# People that put their money where their mouth is?



## Gridlock (Jul 17, 2003)

I was wondering, is there anyone thats doing any awe inspiring build ups around here? There seems to be a lot of talk going on and it would be great to hear from the people that are the "do'ers". 

Picture time!

Lets see what people are doing in terms of brake upgrades, bigger turbos, upgraded management. Whatever you have going on.


----------



## BlueBOB (Jan 29, 2003)

Geez... where do I start...

I've got a B14 with an Avenir SR in front of my house waiting on the correct piping to upgrade the stock T25 to a T28.... The thing ran 13.2 in the 1/4 on street tires... 

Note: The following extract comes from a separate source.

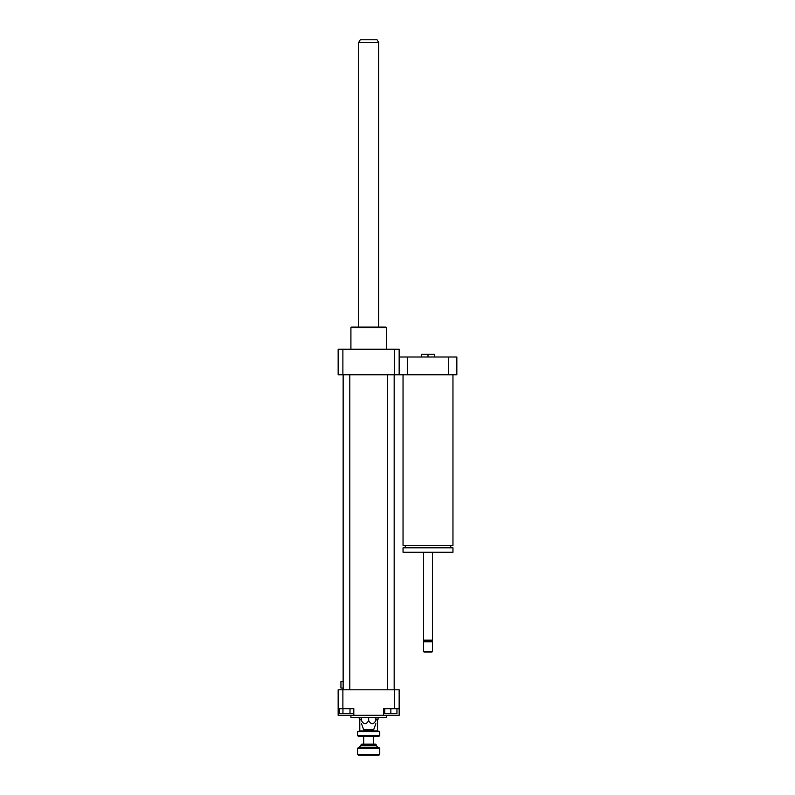 <?xml version="1.0" encoding="UTF-8"?>
<svg xmlns="http://www.w3.org/2000/svg" width="795" height="795" viewBox="0 0 795 795"><rect width="100%" height="100%" fill="white"/><g stroke="black" fill="none" stroke-linecap="round" stroke-linejoin="round"><path stroke-width="1.19" d="M452.961 374.763L452.961 545.37L403.045 545.37L403.045 374.763M452.961 547.815L403.045 547.815L403.045 552.247L452.961 552.247L452.961 547.815M432.44 552.247L432.44 640.164L423.566 640.164L423.566 552.247M432.44 640.164L431.615 640.989L424.401 640.989L423.566 640.164M432.44 641.823L423.566 641.823L423.566 651.532L432.44 651.532L432.44 641.823L431.615 640.989M432.44 651.532L431.884 652.089L424.123 652.089L423.566 651.532M434.666 357.015L434.666 354.242L421.35 354.242L421.35 357.015M428.008 357.015L428.008 354.242M448.698 357.015L448.698 374.763L456.847 374.763L456.847 357.015L399.16 357.015M448.698 374.763L407.308 374.763L407.308 357.015M407.308 374.763L338.153 374.763L338.153 349.243L342.884 349.243L342.884 374.763M349.999 708.663L349.999 713.652L353.517 713.652L353.517 708.663M339.425 708.663L339.425 713.652L349.999 713.652M342.953 708.663L342.953 713.652M384.74 708.663L384.74 713.652L396.944 713.652L396.944 708.663M390.842 708.663L390.842 713.652M338.153 708.663L353.805 708.663L353.805 715.311L338.153 715.311L338.153 689.802L342.884 689.802L342.884 708.663M399.16 715.311L383.508 715.311L383.508 708.663L399.16 708.663L399.16 715.311M353.805 715.311L383.508 715.311M342.884 689.802L394.429 689.802L394.429 708.663M375.866 717.537L375.866 720.578C375.866 724.702 375.866 724.702 375.866 720.578C375.866 724.702 375.866 724.702 375.866 720.578C373.461 724.702 371.066 724.702 368.661 720.578C366.257 724.702 363.852 724.702 361.447 720.578C361.447 724.702 361.447 724.702 361.447 720.578C361.447 724.702 361.447 724.702 361.447 720.578L361.447 717.537M368.661 720.578L368.661 717.537M361.447 723.639L363.663 729.74L373.65 729.74L375.866 723.639M350.913 715.311L350.913 717.537L386.41 717.537L386.41 715.311M394.429 689.802L399.16 689.802L399.16 708.663M350.913 349.243L350.913 327.61L386.41 327.61L386.41 349.243M350.913 327.61L351.46 327.063L385.853 327.063L386.41 327.61M399.16 374.763L399.16 349.243L342.884 349.243M394.429 374.763L394.429 349.243M349.8 374.763L349.8 689.802M394.171 374.763L394.171 689.802M358.674 42.523L378.639 42.523L377.039 39.75L360.274 39.75L358.674 42.523L358.674 327.063M357.561 735.504L358.456 736.389L378.867 736.389L379.752 735.504L357.561 735.504L357.561 731.728L379.752 731.728L379.752 735.504M379.752 731.728L377.536 730.844M361.447 719.753L359.787 719.753L359.787 730.883L377.536 730.883L377.536 719.753L378.092 719.197L375.866 719.197M359.787 730.844L357.561 731.728M360.89 745.044L376.423 745.044L375.538 744.16L361.785 744.16L359.231 747.489M357.561 748.373L379.752 748.373L378.867 747.489L358.456 747.489L357.561 748.373L357.561 754.366L379.752 754.366L379.752 748.373M357.561 754.366L358.456 755.25L378.867 755.25L379.752 754.366M368.661 730.883L368.661 729.74M375.866 719.753L377.536 719.753M363.663 744.16L363.663 736.389M343.142 681.484L340.926 681.583L340.926 688.033L343.142 688.142M361.447 719.197L359.231 719.197L359.787 719.753M378.092 717.537L378.092 719.197M360.89 745.819L376.423 745.819L376.423 745.044M405.261 545.37L405.261 547.815M450.745 545.37L450.745 547.815M424.401 640.989L423.566 641.823M343.142 374.763L343.142 689.802M387.513 374.763L387.513 689.802M378.639 42.523L378.639 327.063M376.423 745.819L378.092 747.489M373.65 744.16L373.65 736.389M359.231 717.537L359.231 719.197"/></g></svg>

Then my buddy is FINALLY swappin in his S14 SR in a couple weeks... should be a lot of fun there as well... 

Pics to come. You can check out page 3 on my cardomain for pics of the motor.


----------



## runyun (May 2, 2003)

my car is still in the shop..
hatch w/silvia front and sr installed.
getting all the dings taken out and painted nissan black

as soon as my car gets out..
the greddy exhaust gets installed along w/a fmic
currently, it has blitz dp, greddy profec b, air filter, walbro fuel, greddy gauges.
looking for a good deal on injectors, t28 or t3/t4, and finally an ecu.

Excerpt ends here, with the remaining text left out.